- City: Eura, Finland
- League: III-divisioona (men) Naisten Suomi-sarja (women)
- Founded: 8 January 1920; 106 years ago
- Home arena: Panelian jäähalli
- Colours: Blue, orange, black
- Head coach: Harri Jalonen (men) Jere Auvinen (women)
- Captain: Jonne Koivumäki (women) Sini Maansalo (women)
- Affiliate: Lukko/PaRa
- Website: panelianraikas.fi

= Panelian Raikas =

Ice hockey club in Eura, Finland

Panelian Raikas, abbreviated PaRa, is an ice hockey club in the Panelia area of Eura municipality in Finland. PaRa was established in 1920 as an athletics club but, as of 2024, it exclusively operates departments in ice hockey. The club's home venue is Panelian jäähalli (lit. 'Panelia's ice hall').

The PaRa men's representative team competes in the III-divisioona, the fifth-tier men's national ice hockey league in Finland. At its peak during the 1950s and 1960s, the team competed in the third-tier Maakuntasarja (replaced by 2. Divisioona in 1975, which was itself replaced by the Suomi-sarja in 1999).

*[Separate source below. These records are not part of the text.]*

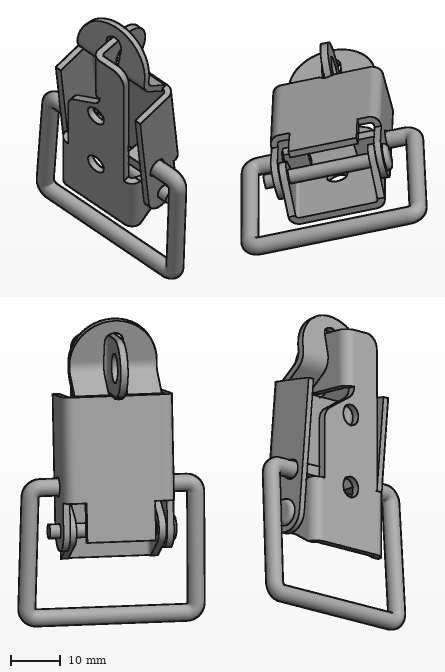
import cadquery as cq
import math


PIVOT_Y = 7.35
PIVOT_Z = 19.95
PIN_RADIUS = 1.45

LEVER_TILT = 5.5
LEVER_SHEET = 1.4
LEVER_HALF_WIDTH = 11.4
LEVER_BEND = 2.15
LEVER_EYE_RADIUS = 4.1
LEVER_BACK = 6.7
LEVER_TOP = 27.45
CHANNEL_BOTTOM = 5.9
TAB_BOTTOM = -2.1
TAB_HALF_WIDTH = 7.05

TONGUE_HALF_WIDTH = 9.0
TONGUE_SLOPE = 45
TONGUE_SLOPE_LENGTH = 5.2
TONGUE_FOOT_Z = 26.7
TONGUE_BEND = 4.15
TONGUE_TIP_TILT = 17
TONGUE_TIP_HEIGHT = 8.75
SLOT_RADIUS = 1.95
SLOT_TOP_MARGIN = 2.65
SLOT_FOOT_OVERRUN = 0.95

BASE_SHEET = 1.5
BASE_BEND = 2.2
BASE_HALF_WIDTH = LEVER_HALF_WIDTH - LEVER_SHEET
PLATE_HALF_WIDTH = 7.5
BASE_BOTTOM = 13.3
FLANGE_TOP = 2 * PIVOT_Z - BASE_BOTTOM
FLANGE_EYE_RADIUS = 3.15
SHOULDER_Z = 40.65
SHOULDER_SLOPE = 30
PLATE_ROUND = 3.0
SCREW_HOLE_RADIUS = 2.15
SCREW_HOLE_HEIGHTS = (26.05, 41.1)
EAR_LEFT = -1.2
EAR_Y = 8.8
EAR_Z = 53.1
EAR_RADIUS = 5.9
EAR_HOLE_RADIUS = 2.95

HEAD_RADIUS = 2.75
HEAD_HEIGHT = 1.0
HEAD_ROUND = 0.95
PIN_END_X = 13.6

WIRE_RADIUS = 1.75
BAIL_Y = 5.7
BAIL_Z = 28.7
BAIL_TILT = 3.2
BAIL_LENGTH = (BAIL_Z - WIRE_RADIUS) / math.cos(math.radians(BAIL_TILT))
BAIL_TOP_HALF_WIDTH = 17.05
BAIL_BOTTOM_HALF_WIDTH = 17.5
BAIL_BEND = 2.0
BAIL_HOLE_RADIUS = 2.0
FLAT_OUTER_X = 9.75
FLAT_INNER_X = 4.8
FLAT_WIDTH = 4.5
FLAT_THICKNESS = 2.2


def rod_along_x(radius, y, z, x_start, x_end):
    """Round bar parallel to X."""
    return cq.Workplane("YZ", origin=(x_start, y, z)).circle(radius).extrude(x_end - x_start)


def bent_channel(half_width, web_y, edge_y, sheet, bend, z_low, z_high):
    """U of bent sheet along Z: the web's outer face lies on web_y, the free edges on edge_y."""
    inward = math.copysign(1, edge_y - web_y)
    web_side = "<Y" if inward > 0 else ">Y"

    def rounded_block(inset):
        web_face = web_y + inward * inset
        return (
            cq.Workplane("XY", origin=(0, (web_face + edge_y) / 2, z_low))
            .rect(2 * (half_width - inset), abs(edge_y - web_face))
            .extrude(z_high - z_low)
            .edges("|Z")
            .edges(web_side)
            .fillet(bend - inset)
        )

    return rounded_block(0).cut(rounded_block(sheet))


def base_plate():
    slope = math.tan(math.radians(SHOULDER_SLOPE))
    neck_x = EAR_LEFT + BASE_BEND
    neck_z = SHOULDER_Z + (neck_x + PLATE_HALF_WIDTH) * slope
    top = EAR_Z + EAR_RADIUS
    plate = (
        cq.Workplane("XZ")
        .moveTo(-PLATE_HALF_WIDTH, BASE_BOTTOM)
        .lineTo(PLATE_HALF_WIDTH, BASE_BOTTOM)
        .lineTo(PLATE_HALF_WIDTH, top)
        .lineTo(neck_x, top)
        .lineTo(neck_x, neck_z)
        .lineTo(-PLATE_HALF_WIDTH, SHOULDER_Z)
        .close()
        .extrude(-BASE_SHEET)
    )
    middle = BASE_SHEET / 2
    plate = plate.edges(cq.NearestToPointSelector((PLATE_HALF_WIDTH, middle, top))).fillet(PLATE_ROUND)
    for x, z in ((neck_x, neck_z), (-PLATE_HALF_WIDTH, SHOULDER_Z)):
        plate = plate.edges(cq.NearestToPointSelector((x, middle, z))).fillet(PLATE_ROUND)
    return plate


def base_flanges():
    """Bent-up sides that narrow along tangents to a round eye about the pivot."""
    depth = PIVOT_Y + FLANGE_EYE_RADIUS
    channel = bent_channel(BASE_HALF_WIDTH, 0, depth, BASE_SHEET, BASE_BEND, BASE_BOTTOM, FLANGE_TOP)
    run = PIVOT_Y - BASE_BEND
    rise = FLANGE_TOP - PIVOT_Z
    tangent = math.atan2(rise, run) - math.asin(FLANGE_EYE_RADIUS / math.hypot(run, rise))
    tangent_y = PIVOT_Y + FLANGE_EYE_RADIUS * math.sin(tangent)
    tangent_z = FLANGE_EYE_RADIUS * math.cos(tangent)
    side = (
        cq.Workplane("YZ", origin=(-BASE_HALF_WIDTH, 0, PIVOT_Z))
        .moveTo(0, -rise)
        .lineTo(BASE_BEND, -rise)
        .lineTo(tangent_y, -tangent_z)
        .threePointArc((depth, 0), (tangent_y, tangent_z))
        .lineTo(BASE_BEND, rise)
        .lineTo(0, rise)
        .close()
        .extrude(2 * BASE_HALF_WIDTH)
    )
    return channel.intersect(side)


def hasp_ear():
    """Eye that stands back from the plate on a bend along its left edge."""
    bottom = EAR_Z - EAR_RADIUS
    height = 2 * EAR_RADIUS
    inner_bend = BASE_BEND - BASE_SHEET
    bend_x = EAR_LEFT + BASE_BEND
    ring = (
        cq.Workplane("XY", origin=(bend_x, BASE_BEND, bottom))
        .circle(BASE_BEND)
        .circle(inner_bend)
        .extrude(height)
    )
    corner = (
        cq.Workplane("XY")
        .box(BASE_BEND, BASE_BEND, height, centered=False)
        .translate((EAR_LEFT, 0, bottom))
    )
    bend = ring.intersect(corner)
    web = (
        cq.Workplane("XY")
        .box(BASE_SHEET, EAR_Y - BASE_BEND, height, centered=False)
        .translate((EAR_LEFT, BASE_BEND, bottom))
    )
    eye = rod_along_x(EAR_RADIUS, EAR_Y, EAR_Z, EAR_LEFT, EAR_LEFT + BASE_SHEET)
    hole = rod_along_x(EAR_HOLE_RADIUS, EAR_Y, EAR_Z, EAR_LEFT, EAR_LEFT + BASE_SHEET)
    return bend.union(web).union(eye).cut(hole)


def make_base():
    base = base_plate().union(base_flanges()).union(hasp_ear())
    for z in SCREW_HOLE_HEIGHTS:
        hole = cq.Workplane("XZ", origin=(0, 0, z)).circle(SCREW_HOLE_RADIUS).extrude(-BASE_SHEET)
        base = base.cut(hole)
    return base.cut(rod_along_x(PIN_RADIUS, PIVOT_Y, PIVOT_Z, -BASE_HALF_WIDTH, BASE_HALF_WIDTH))


def lever_channel():
    channel = bent_channel(
        LEVER_HALF_WIDTH, LEVER_BACK, -LEVER_EYE_RADIUS, LEVER_SHEET, LEVER_BEND, CHANNEL_BOTTOM, LEVER_TOP
    )
    for x in (-LEVER_HALF_WIDTH, LEVER_HALF_WIDTH - LEVER_SHEET):
        eye = (
            cq.Workplane("YZ", origin=(x, 0, 0))
            .moveTo(-LEVER_EYE_RADIUS, CHANNEL_BOTTOM)
            .lineTo(-LEVER_EYE_RADIUS, 0)
            .threePointArc((0, -LEVER_EYE_RADIUS), (LEVER_EYE_RADIUS, 0))
            .lineTo(LEVER_EYE_RADIUS, CHANNEL_BOTTOM)
            .close()
            .extrude(LEVER_SHEET)
        )
        channel = channel.union(eye)
    tab = (
        cq.Workplane("XY")
        .box(2 * TAB_HALF_WIDTH, LEVER_SHEET, CHANNEL_BOTTOM - TAB_BOTTOM, centered=(True, False, False))
        .translate((0, LEVER_BACK - LEVER_SHEET, TAB_BOTTOM))
    )
    return channel.union(tab)


def lever_tongue():
    """Tongue that slopes forward, bends back and ends in a round tip, and the slot to cut in it."""
    slope = math.radians(TONGUE_SLOPE)
    tip_tilt = math.radians(TONGUE_TIP_TILT)
    inner_bend = TONGUE_BEND - LEVER_SHEET
    bend_y = (LEVER_BACK - LEVER_SHEET - TONGUE_SLOPE_LENGTH * math.sin(slope)
              + TONGUE_BEND * math.cos(slope))
    bend_z = (TONGUE_FOOT_Z + TONGUE_SLOPE_LENGTH * math.cos(slope)
              + TONGUE_BEND * math.sin(slope))

    def bend_point(radius, angle, along=0):
        """Point at an angle above -Y about the bend, moved along the tangent there."""
        return (
            bend_y - radius * math.cos(angle) + along * math.sin(angle),
            bend_z + radius * math.sin(angle) + along * math.cos(angle),
        )

    middle = (tip_tilt - slope) / 2
    sheet = (
        cq.Workplane("YZ", origin=(-TONGUE_HALF_WIDTH, 0, 0))
        .moveTo(*bend_point(TONGUE_BEND, -slope, -TONGUE_SLOPE_LENGTH))
        .lineTo(*bend_point(TONGUE_BEND, -slope))
        .threePointArc(bend_point(TONGUE_BEND, middle), bend_point(TONGUE_BEND, tip_tilt))
        .lineTo(*bend_point(inner_bend, tip_tilt))
        .threePointArc(bend_point(inner_bend, middle), bend_point(inner_bend, -slope))
        .lineTo(*bend_point(inner_bend, -slope, -TONGUE_SLOPE_LENGTH))
        .close()
        .extrude(2 * TONGUE_HALF_WIDTH)
    )

    def across_sheet(angle, along):
        """Workplane on the front of the sheet, facing through it."""
        y, z = bend_point(TONGUE_BEND, angle, along)
        return cq.Workplane(cq.Plane((0, y, z), (-1, 0, 0), (0, math.cos(angle), -math.sin(angle))))

    tip = (
        across_sheet(tip_tilt, 0)
        .moveTo(-TONGUE_HALF_WIDTH, 0)
        .threePointArc((0, TONGUE_TIP_HEIGHT), (TONGUE_HALF_WIDTH, 0))
        .close()
        .extrude(LEVER_SHEET)
    )

    slot_low = SLOT_RADIUS - SLOT_FOOT_OVERRUN - TONGUE_SLOPE_LENGTH
    slot_high = TONGUE_TIP_HEIGHT - SLOT_TOP_MARGIN - SLOT_RADIUS
    slot = (
        cq.Workplane("YZ", origin=(-SLOT_RADIUS, 0, 0))
        .moveTo(*bend_point(TONGUE_BEND, -slope, slot_low))
        .lineTo(*bend_point(2 * TONGUE_BEND, middle))
        .lineTo(*bend_point(TONGUE_BEND, tip_tilt, slot_high))
        .lineTo(*bend_point(inner_bend, tip_tilt, slot_high))
        .lineTo(bend_y, bend_z)
        .lineTo(*bend_point(inner_bend, -slope, slot_low))
        .close()
        .extrude(2 * SLOT_RADIUS)
    )
    for angle, along in ((-slope, slot_low), (tip_tilt, slot_high)):
        slot = slot.union(across_sheet(angle, along).circle(SLOT_RADIUS).extrude(2 * LEVER_SHEET))
    return sheet.union(tip), slot


def make_lever():
    tongue, slot = lever_tongue()
    lever = (
        lever_channel()
        .union(tongue)
        .cut(slot)
        .rotate((0, 0, 0), (1, 0, 0), LEVER_TILT)
        .translate((0, PIVOT_Y, PIVOT_Z))
    )
    for radius, y, z in ((PIN_RADIUS, PIVOT_Y, PIVOT_Z), (BAIL_HOLE_RADIUS, BAIL_Y, BAIL_Z)):
        lever = lever.cut(rod_along_x(radius, y, z, -LEVER_HALF_WIDTH, LEVER_HALF_WIDTH))
    return lever


def make_rivet():
    pin = rod_along_x(PIN_RADIUS, PIVOT_Y, PIVOT_Z, -LEVER_HALF_WIDTH, PIN_END_X)
    head_x = -LEVER_HALF_WIDTH - HEAD_HEIGHT
    head = rod_along_x(HEAD_RADIUS, PIVOT_Y, PIVOT_Z, head_x, -LEVER_HALF_WIDTH)
    return pin.union(head.edges("<X").fillet(HEAD_ROUND))


def make_bail():
    corners = [
        (FLAT_OUTER_X, 0),
        (BAIL_TOP_HALF_WIDTH, 0),
        (BAIL_BOTTOM_HALF_WIDTH, -BAIL_LENGTH),
        (-BAIL_BOTTOM_HALF_WIDTH, -BAIL_LENGTH),
        (-BAIL_TOP_HALF_WIDTH, 0),
        (-FLAT_OUTER_X, 0),
    ]
    sharp_path = cq.Wire.makePolygon([cq.Vector(x, 0, z) for x, z in corners])
    path = sharp_path.fillet(BAIL_BEND)
    bail = cq.Workplane("YZ", origin=(FLAT_OUTER_X, 0, 0)).circle(WIRE_RADIUS).sweep(cq.Workplane(path))
    flat_length = FLAT_OUTER_X - FLAT_INNER_X
    for side in (-1, 1):
        flat = cq.Workplane("XY").box(flat_length, FLAT_WIDTH, FLAT_THICKNESS)
        bail = bail.union(flat.translate((side * (FLAT_OUTER_X + FLAT_INNER_X) / 2, 0, 0)))
    return bail.rotate((0, 0, 0), (1, 0, 0), -BAIL_TILT).translate((0, BAIL_Y, BAIL_Z))


base = make_base()
lever = make_lever()
rivet = make_rivet()
bail = make_bail()

result = cq.Compound.makeCompound([base.val(), lever.val(), rivet.val(), bail.val()])

PaRa has an agreement with the minor affiliate club of Lukko, through which it co-operates two women's teams in the Finnish national leagues. The club's representative women's team, PaRa/Lukko, plays in the third-tier Naisten Suomi-sarja. Lukko's representative women's team, Lukko/PaRa, plays in the second-tier Naisten Mestis.